What you are asked to do: Copy each line of the listing where the word "Regression" can be found.

_ _ _ _

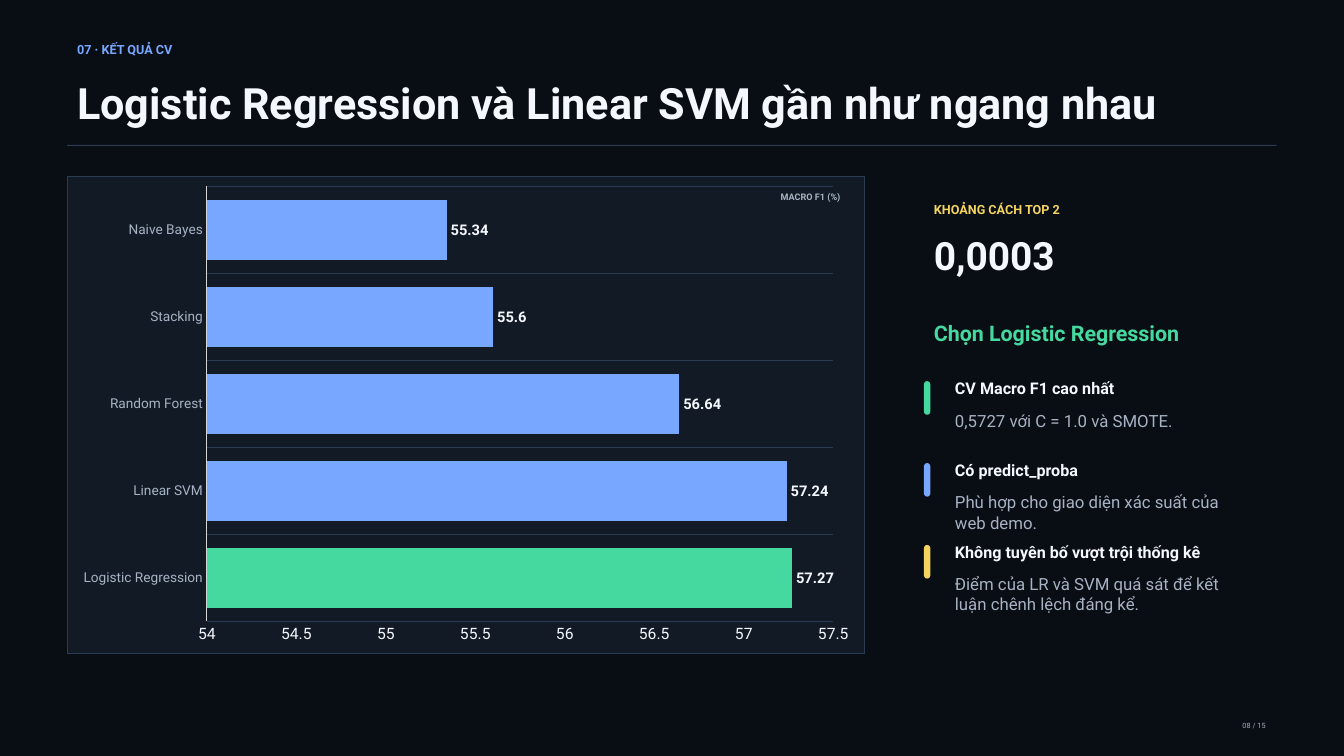
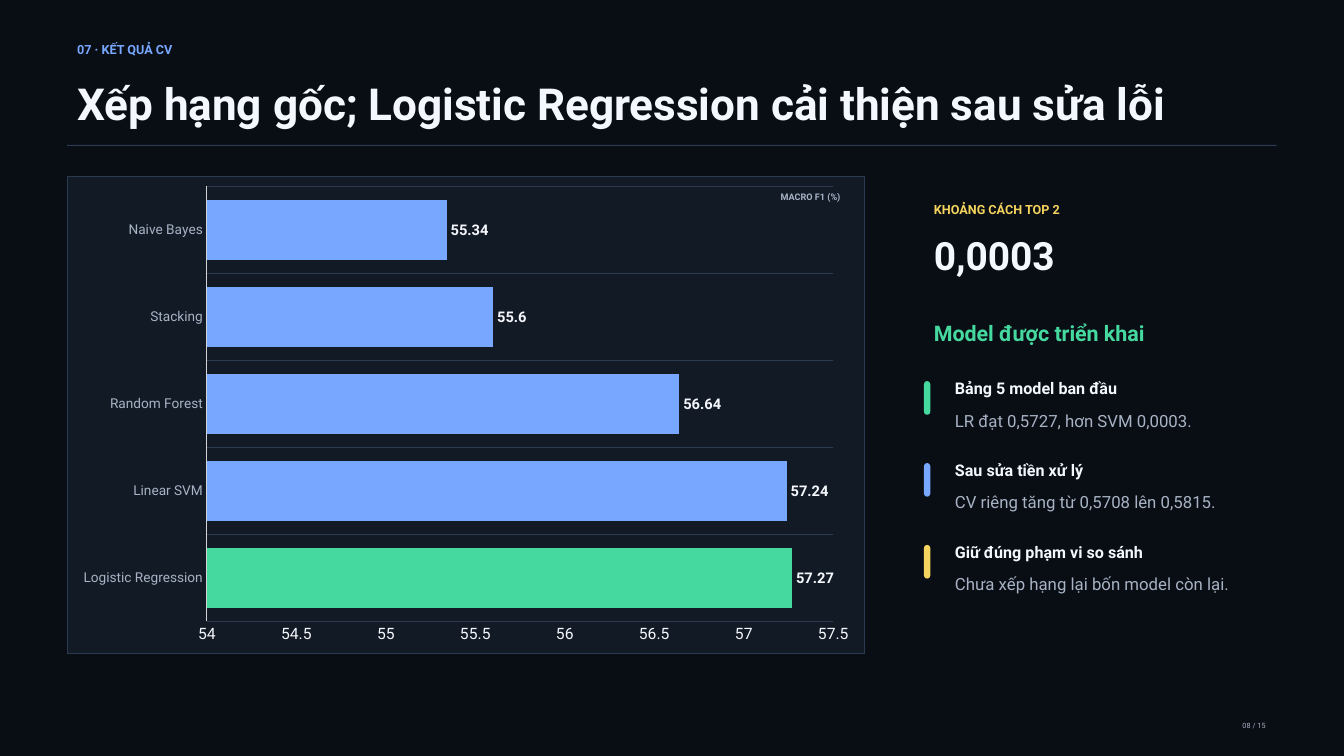
Before and after one commit to NDK2002/ML-Sentiment-Analysis-ITviec, a slide deck: slide 8 of reports/slides/ITviec_Sentiment_Analysis.pptx. Drawn at 1344x756 pixels with LibreOffice and Linux fonts; fonts in the diff are those of the drawing. Boxes give left, top, right and bottom in pixels: in the first picture for what was removed or moved away, otherwise in the second. Text is boxed around its words. In the diff, an @@ line names an element or a change of style, - is before the commit and + after.

```diff
--- a/reports/slides/ITviec_Sentiment_Analysis.pptx
+++ b/reports/slides/ITviec_Sentiment_Analysis.pptx
@@ text at box(77, 84, 1165, 129): text changed; size 30.8 to 31.5 pt @@
-Logistic Regression và Linear SVM gần như ngang nhau
+Xếp hạng gốc; Logistic Regression cải thiện sau sửa lỗi
@@ text at box(934, 323, 1144, 345): text changed @@
-Chọn Logistic Regression
+Model được triển khai
@@ text at box(955, 381, 1117, 398): text changed @@
-CV Macro F1 cao nhất
+Bảng 5 model ban đầu
@@ text at box(955, 414, 1192, 430): text changed @@
-0,5727 với C = 1.0 và SMOTE.
+LR đạt 0,5727, hơn SVM 0,0003.
@@ text at box(955, 463, 1083, 480): text changed @@
-Có predict_proba
+Sau sửa tiền xử lý
@@ text at box(955, 495, 1216, 512): text changed @@
-Phù hợp cho giao diện xác suất của web demo.
+CV riêng tăng từ 0,5708 lên 0,5815.
@@ text at box(955, 546, 1143, 562): text changed @@
-Không tuyên bố vượt trội thống kê
+Giữ đúng phạm vi so sánh
@@ text at box(955, 576, 1229, 594): text changed @@
-Điểm của LR và SVM quá sát để kết luận chênh lệch đáng kể.
+Chưa xếp hạng lại bốn model còn lại.
```
Also in this commit, not shown: 8 other slides changed, 27 other files.

_ _ _ _

Output of the task:
-Logistic Regression và Linear SVM gần như ngang nhau
+Xếp hạng gốc; Logistic Regression cải thiện sau sửa lỗi
-Chọn Logistic Regression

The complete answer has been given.